Injectable contraceptives have the longest rebound period by a significant margin: five to eight cycles before normal fertility resumes. If you’ve been on the shot and are wondering why conception isn’t happening right away, that delay is well documented and normal. For most other methods, the earlier research consensus of about a three-month return window still holds.
Lifestyle Factors That Reduce Fertility
Beyond cycle timing and age, several modifiable factors can push fertility lower. Body weight is one of the most studied. Both very low and very high BMI can disrupt ovulation. Being significantly underweight can cause the body to stop releasing eggs entirely, a protective response to perceived energy scarcity. On the higher end, excess body fat alters hormone levels in ways that interfere with regular ovulation and egg quality. Fertility clinics commonly set BMI thresholds for treatment, recognizing that weight plays a direct role in reproductive outcomes.
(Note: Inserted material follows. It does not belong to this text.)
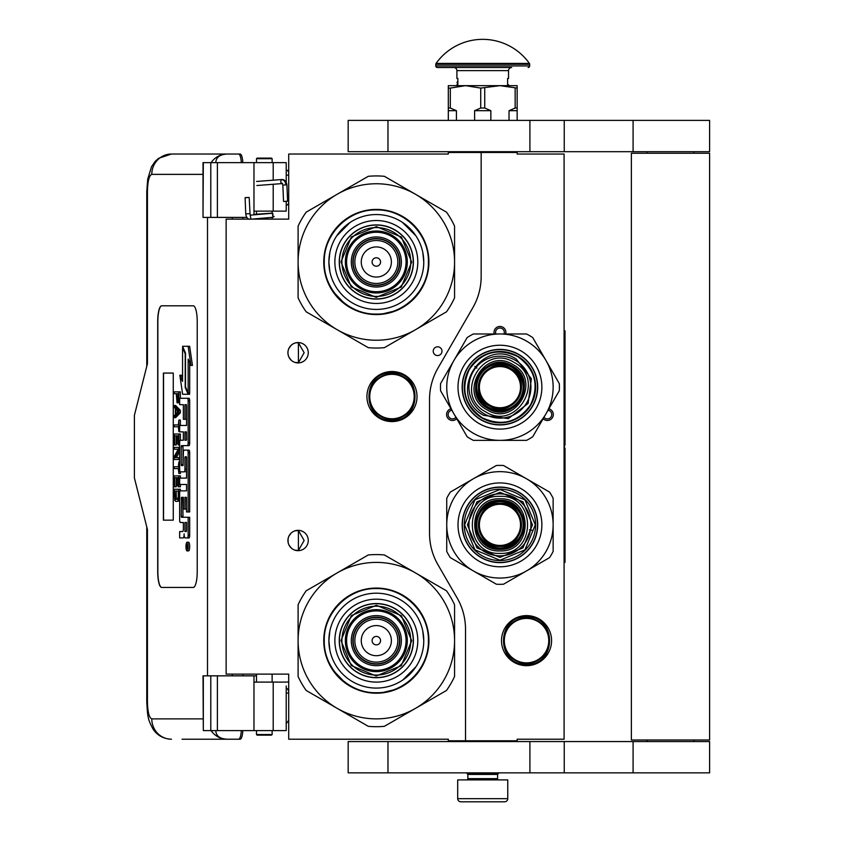 <?xml version="1.0" encoding="UTF-8"?>
<svg xmlns="http://www.w3.org/2000/svg" width="844" height="844" viewBox="0 0 844 844"><rect width="100%" height="100%" fill="white"/><g stroke="black" fill="none" stroke-linecap="round" stroke-linejoin="round"><path stroke-width="1.27" d="M481.164 152.469L448.312 152.469L448.312 154.03L288.711 154.03L288.711 219.123L226.129 219.123L226.129 674.124L288.711 674.124L288.711 739.217L448.312 739.217L448.312 740.779L465.519 740.779L465.519 629.244A62.583 62.583 0 0 0 457.131 597.953L437.92 564.668A62.583 62.583 0 0 1 429.533 533.376L429.533 399.486A62.583 62.583 0 0 1 437.92 368.195L472.777 307.807A62.583 62.583 0 0 0 481.164 276.516L481.164 152.469L517.15 152.469L517.15 154.03L564.087 154.03L564.087 739.217L517.15 739.217L517.15 740.779L465.519 740.779M437.614 355.556A4.378 4.378 0 0 0 441.992 351.178A4.378 4.378 0 0 0 437.614 346.8A4.378 4.378 0 0 0 433.225 351.178A4.378 4.378 0 0 0 437.614 355.556M308.271 540.498A10.17 10.17 0 0 0 298.101 530.327A10.17 10.17 0 0 0 287.931 540.498A10.17 10.17 0 0 0 298.101 550.668A10.17 10.17 0 0 0 308.271 540.498M308.271 352.739A10.17 10.17 0 0 0 298.101 342.569A10.17 10.17 0 0 0 287.931 352.739A10.17 10.17 0 0 0 298.101 362.909A10.17 10.17 0 0 0 308.271 352.739M391.975 371.518A25.035 25.035 0 0 1 417.01 396.553A25.035 25.035 0 0 1 391.975 421.589A25.035 25.035 0 0 1 366.94 396.553A25.035 25.035 0 0 1 391.975 371.518M294.883 550.151L298.396 550.488L298.396 530.517L294.883 530.855M289.555 534.99L288.775 536.436M288.173 542.692L288.078 538.746M288.205 538.145L288.87 536.225M290.062 534.273L291.359 532.891M292.267 532.174L292.836 531.804M296.381 530.475L297.415 530.359M298.396 530.338L297.805 530.338M291.233 533.007L288.975 536.003M288.817 536.341L288.289 537.828M288.237 542.998L288.806 544.644M289.007 545.066L291.349 548.104M296.434 550.531L297.31 550.647M297.805 550.668L298.396 550.668M288.564 544.032L288.289 543.188M288.764 544.538L289.545 546.005M292.9 549.244L293.459 549.549M289.555 347.232L288.68 348.91M287.931 352.739L288.173 354.934M288.205 350.387L288.87 348.466M290.062 346.515L291.359 345.122M292.267 344.415L292.836 344.046M296.381 342.717L297.415 342.59M298.396 342.58L297.805 342.58M291.233 345.238L288.975 348.245M288.817 348.583L288.289 350.07M288.237 355.24L288.806 356.885M289.007 357.307L291.349 360.346M296.434 362.772L297.31 362.878M297.805 362.909L298.396 362.909M288.564 356.273L288.289 355.429M288.764 356.78L289.545 358.246M292.9 361.485L293.459 361.791M294.883 362.392L298.396 362.73L304.146 352.739L298.396 342.759L296.022 342.791M298.396 362.73L298.396 342.759M548.885 408.791A5.95 5.95 0 0 1 552.514 417.516A5.95 5.95 0 0 1 543.146 418.729M456.741 418.729A5.95 5.95 0 0 1 447.362 417.516A5.95 5.95 0 0 1 451.002 408.802M494.204 333.971A5.95 5.95 0 0 1 499.943 326.459A5.95 5.95 0 0 1 505.683 333.96M526.54 615.603A25.035 25.035 0 0 1 551.575 640.638A25.035 25.035 0 0 1 526.54 665.673A25.035 25.035 0 0 1 501.505 640.638A25.035 25.035 0 0 1 526.54 615.603M298.396 550.488L304.146 540.498L298.396 530.517M543.969 417.305A4.378 4.378 0 0 0 551.164 416.736A4.378 4.378 0 0 0 548.062 410.216M451.825 410.216A4.378 4.378 0 0 0 448.723 416.736A4.378 4.378 0 0 0 455.918 417.305M504.037 333.96A4.378 4.378 0 0 0 499.943 328.021A4.378 4.378 0 0 0 495.85 333.971M391.975 419.394A22.841 22.841 0 0 1 369.134 396.553A22.841 22.841 0 0 1 391.975 373.713A22.841 22.841 0 0 1 414.826 396.553A22.841 22.841 0 0 1 391.975 419.394M391.975 418.772A22.218 22.218 0 0 0 414.193 396.553A22.218 22.218 0 0 0 391.975 374.335A22.218 22.218 0 0 0 369.756 396.553A22.218 22.218 0 0 0 391.975 418.772M526.54 662.856A22.218 22.218 0 0 0 548.758 640.638A22.218 22.218 0 0 0 526.54 618.42A22.218 22.218 0 0 0 504.322 640.638A22.218 22.218 0 0 0 526.54 662.856M526.54 663.479A22.841 22.841 0 0 0 549.381 640.638A22.841 22.841 0 0 0 526.54 617.797A22.841 22.841 0 0 0 503.699 640.638A22.841 22.841 0 0 0 526.54 663.479M467.861 774.423L497.591 774.423L497.591 778.643L467.861 778.643L467.861 774.423L467.08 773.631L498.371 773.631L498.371 772.851M467.08 773.631L467.08 772.851M497.591 774.423L498.371 773.631M467.861 778.643A1.255 1.255 54.4 0 1 466.616 779.898M497.591 778.643A1.255 1.255 -54.4 0 0 498.846 779.898M468.8 801.8L460.824 801.8A3.133 3.133 43.8 0 1 457.691 798.667L457.691 779.898L507.761 779.898L507.761 798.667A3.133 3.133 -43.8 0 1 504.638 801.8L496.662 801.8M460.824 801.8L504.638 801.8M272.127 734.523L271.504 735.145L257.103 735.145L256.481 734.523L272.127 734.523L272.127 730.609M245.804 197.686L248.505 197.454L245.119 197.644L245.731 213.891L249.117 213.69M251.681 219.123L273.013 217.288L272.76 213.226L250.119 215.167L249.18 197.485L248.505 197.454M273.013 217.288L272.127 212.234M256.481 211.243L255.331 211.137M273.108 217.277L274.11 216.454M253.97 214.365L272.137 213.163L272.127 211.95M286.517 201.231L284.639 201.452L287.614 201.252L286.907 184.857L285.81 184.836A5.497 4.104 90 0 0 281.474 179.656L281.885 179.529C284.628 179.529 286.295 181.312 286.907 184.857M284.639 201.452L283.542 201.431L282.846 185.026L282.191 183.581L256.871 185.522M215.8 730.609C216.022 735.947 219.809 738.816 227.173 739.217L182.061 739.217M242.84 730.609A10.951 2.764 90 0 1 240.139 739.217L227.173 739.217A20.34 19.686 -90 0 1 211.095 730.609M242.903 675.844L242.903 674.124M242.903 219.123L242.903 217.404M203.014 718.877L151.783 718.877C149.135 717.854 147.689 712.114 147.436 701.659L147.436 529.547L134.396 477.915L134.396 415.332L147.436 363.69L147.436 191.577L146.772 191.577L147.7 179.202L151.519 166.711L155.264 161.299L158.514 158.355L171.459 154.03L240.139 154.03A10.951 2.764 90 0 1 242.84 162.639M241.331 730.609C240.941 735.979 240.034 738.848 238.63 739.217M203.32 162.639L203.014 217.404L203.014 162.639L217.383 162.639L217.383 217.404L246.859 217.404M217.383 217.404L203.32 217.404M203.32 675.844L203.32 730.609L203.014 675.844L256.481 675.844M217.383 675.844L217.383 730.609L286.211 730.609L286.211 685.993M217.383 730.609L203.32 730.609M238.63 154.03C240.034 154.399 240.941 157.269 241.331 162.639M217.383 162.639L286.211 162.639L286.211 182.156M215.8 162.639C216.043 157.3 219.83 154.441 227.173 154.03A20.34 19.686 90 0 0 211.095 162.639L212.171 162.639M212.836 162.639L215.695 162.639M161.658 305.802A15.646 3.956 -90 0 0 157.712 321.448L157.712 571.799A15.646 3.956 -90 0 0 161.658 587.445L193.265 587.445A15.646 3.956 -90 0 0 197.222 571.799L197.222 321.448A15.646 3.956 -90 0 0 193.265 305.802L161.658 305.802M286.211 201.389L286.211 211.137L253.97 211.137L253.97 214.84M253.97 162.639L253.97 211.137M253.97 730.609L253.97 682.1L286.211 682.1M253.97 675.844L253.97 682.1M161.805 305.802A15.646 3.956 -90 0 0 157.86 321.448L157.86 571.799A15.646 3.956 -90 0 0 161.805 587.445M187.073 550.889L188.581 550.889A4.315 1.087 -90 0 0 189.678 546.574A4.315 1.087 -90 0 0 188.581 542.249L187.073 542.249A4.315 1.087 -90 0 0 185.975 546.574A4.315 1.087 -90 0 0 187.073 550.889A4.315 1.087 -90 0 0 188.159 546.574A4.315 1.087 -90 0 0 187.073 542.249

Chronic stress, smoking, and heavy alcohol use also reduce fertility. Smoking accelerates egg loss and can move menopause earlier by several years. Alcohol, even at moderate levels, has been linked to longer time-to-conception in some studies. These factors don’t create a sharp cutoff the way age does, but they compound over time, particularly for women already in their mid-30s or older where the margin is thinner.